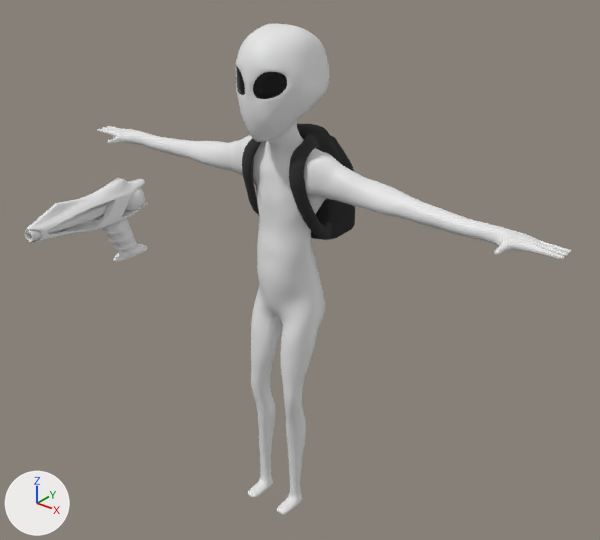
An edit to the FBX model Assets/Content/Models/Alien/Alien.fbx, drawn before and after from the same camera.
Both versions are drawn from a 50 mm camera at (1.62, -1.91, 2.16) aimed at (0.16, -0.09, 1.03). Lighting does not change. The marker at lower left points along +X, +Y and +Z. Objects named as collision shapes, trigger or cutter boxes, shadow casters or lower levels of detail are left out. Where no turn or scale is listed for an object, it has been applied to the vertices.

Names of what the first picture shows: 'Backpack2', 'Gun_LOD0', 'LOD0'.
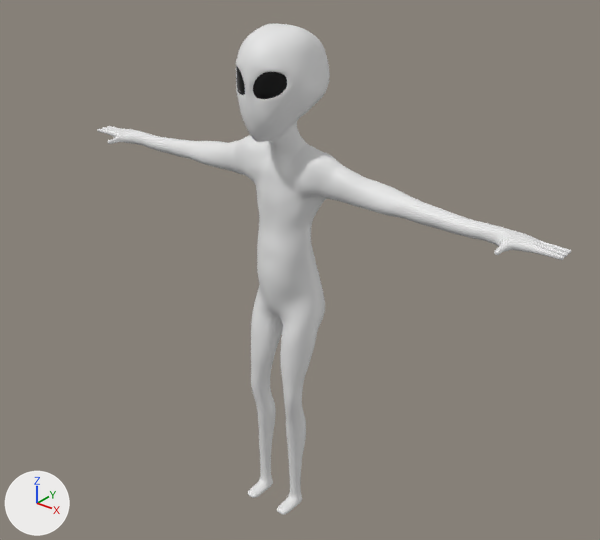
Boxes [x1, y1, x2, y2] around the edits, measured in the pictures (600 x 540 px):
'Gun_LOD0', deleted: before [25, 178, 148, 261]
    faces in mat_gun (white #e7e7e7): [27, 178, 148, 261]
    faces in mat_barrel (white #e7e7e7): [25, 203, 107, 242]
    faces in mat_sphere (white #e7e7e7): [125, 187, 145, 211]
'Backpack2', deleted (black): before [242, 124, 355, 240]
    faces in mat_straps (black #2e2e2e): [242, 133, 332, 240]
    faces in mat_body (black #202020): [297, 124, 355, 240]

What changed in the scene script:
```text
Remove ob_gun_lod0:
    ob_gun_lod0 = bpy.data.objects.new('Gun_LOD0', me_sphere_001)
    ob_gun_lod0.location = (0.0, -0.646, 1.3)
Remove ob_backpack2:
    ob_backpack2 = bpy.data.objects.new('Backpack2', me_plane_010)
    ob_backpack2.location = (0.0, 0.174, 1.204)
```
==
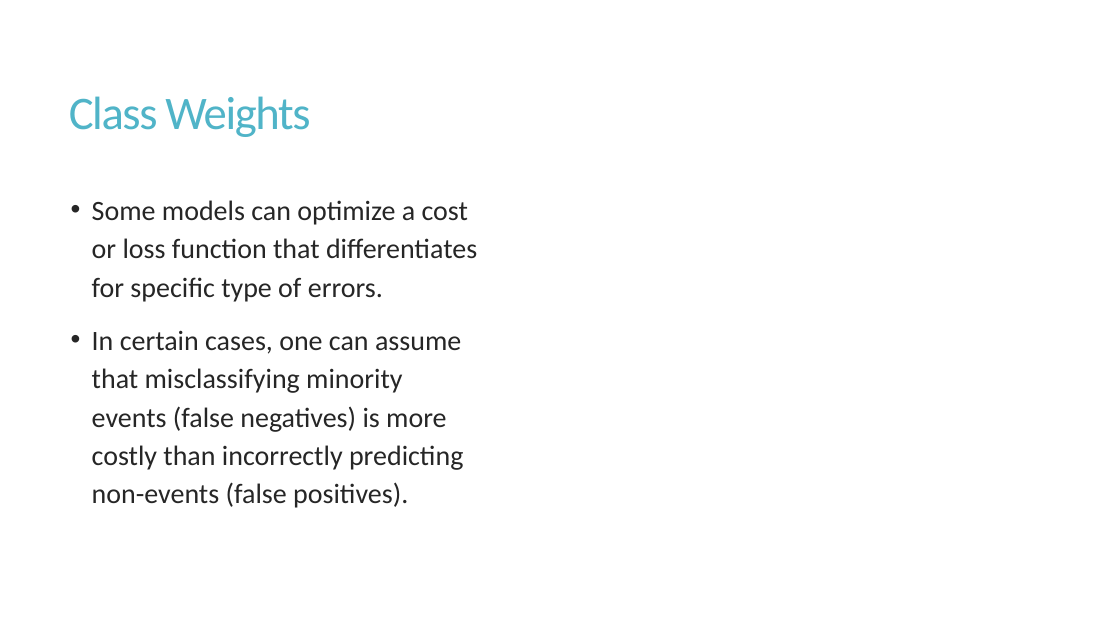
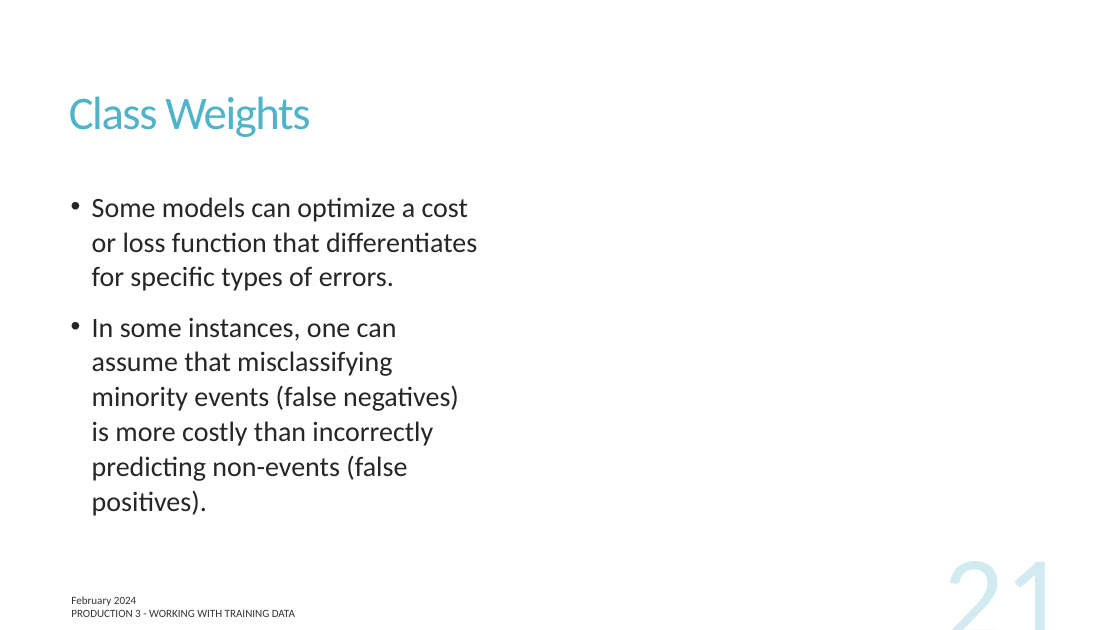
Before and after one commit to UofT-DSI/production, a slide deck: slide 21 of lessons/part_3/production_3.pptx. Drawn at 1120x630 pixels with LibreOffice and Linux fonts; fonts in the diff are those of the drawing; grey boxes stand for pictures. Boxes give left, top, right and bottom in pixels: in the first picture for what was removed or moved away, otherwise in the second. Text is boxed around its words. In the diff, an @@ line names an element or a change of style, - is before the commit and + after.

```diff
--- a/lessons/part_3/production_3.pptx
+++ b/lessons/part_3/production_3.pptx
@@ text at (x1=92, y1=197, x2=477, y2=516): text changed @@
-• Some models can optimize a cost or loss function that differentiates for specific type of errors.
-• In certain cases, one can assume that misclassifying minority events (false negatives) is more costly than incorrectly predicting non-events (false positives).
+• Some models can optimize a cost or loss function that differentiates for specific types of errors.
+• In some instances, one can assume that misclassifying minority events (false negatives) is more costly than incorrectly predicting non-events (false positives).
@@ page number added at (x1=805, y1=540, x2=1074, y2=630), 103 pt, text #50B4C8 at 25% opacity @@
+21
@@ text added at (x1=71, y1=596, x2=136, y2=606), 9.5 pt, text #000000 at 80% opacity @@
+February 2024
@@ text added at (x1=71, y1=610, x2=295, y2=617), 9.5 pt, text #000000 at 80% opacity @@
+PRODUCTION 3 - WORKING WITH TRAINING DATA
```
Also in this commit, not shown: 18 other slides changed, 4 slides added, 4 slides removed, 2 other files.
---
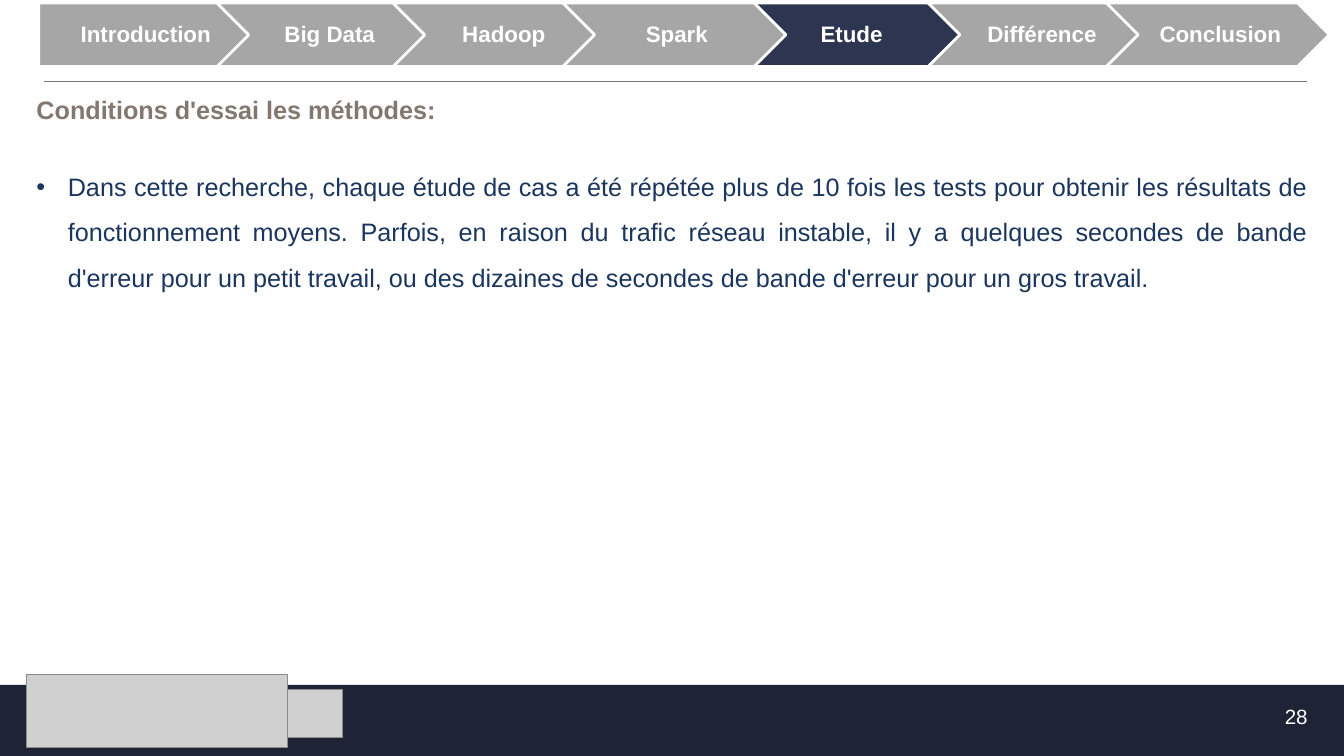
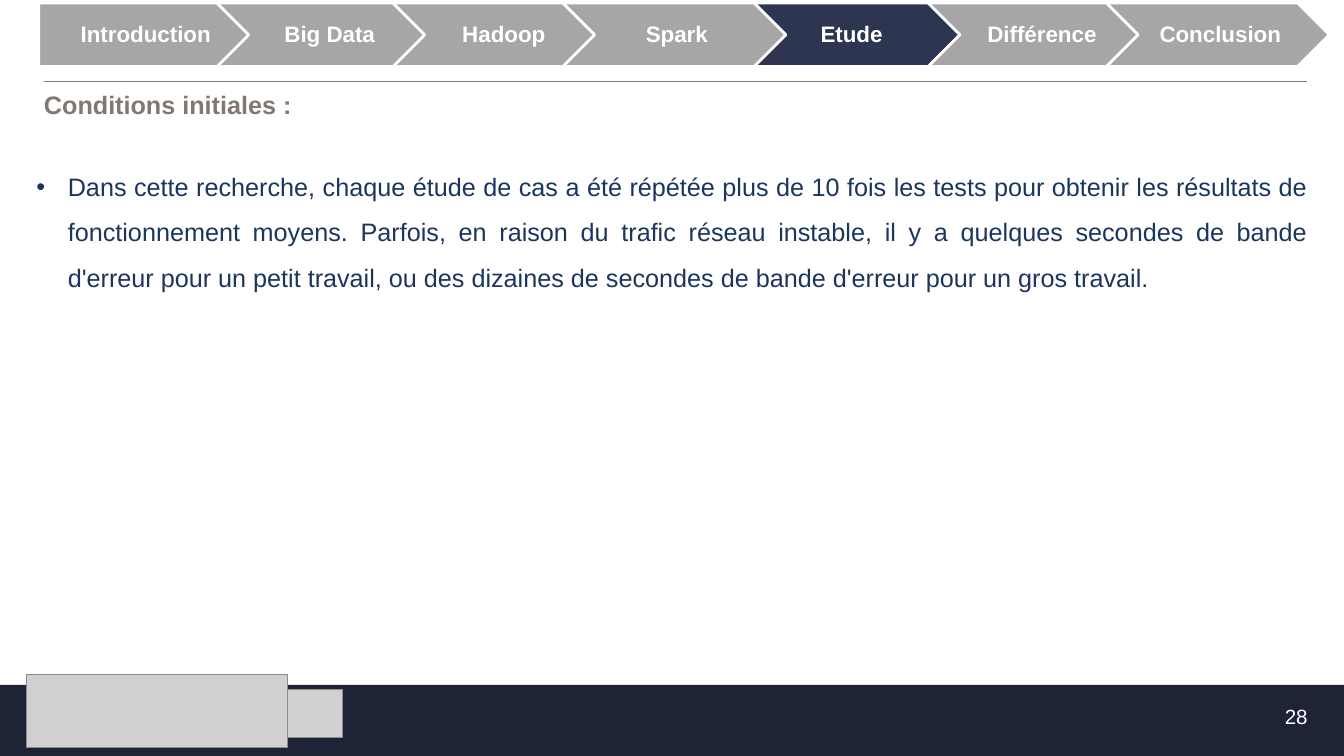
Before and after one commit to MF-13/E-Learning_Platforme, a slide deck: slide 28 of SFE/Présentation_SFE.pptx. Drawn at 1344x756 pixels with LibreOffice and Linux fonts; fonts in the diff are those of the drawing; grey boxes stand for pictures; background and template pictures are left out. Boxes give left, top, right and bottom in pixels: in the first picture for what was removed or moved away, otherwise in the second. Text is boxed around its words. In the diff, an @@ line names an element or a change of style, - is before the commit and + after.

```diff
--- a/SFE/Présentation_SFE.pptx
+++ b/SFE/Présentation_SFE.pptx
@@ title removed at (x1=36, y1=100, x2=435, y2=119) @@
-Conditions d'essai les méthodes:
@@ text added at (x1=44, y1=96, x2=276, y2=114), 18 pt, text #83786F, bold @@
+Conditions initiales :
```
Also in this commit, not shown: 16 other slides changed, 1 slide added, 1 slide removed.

## TASK PROMPT
Looking at the entries, how many lines contain the string "Conditions"? The answer is that number alone.

## ANSWER FOR THE TASK
2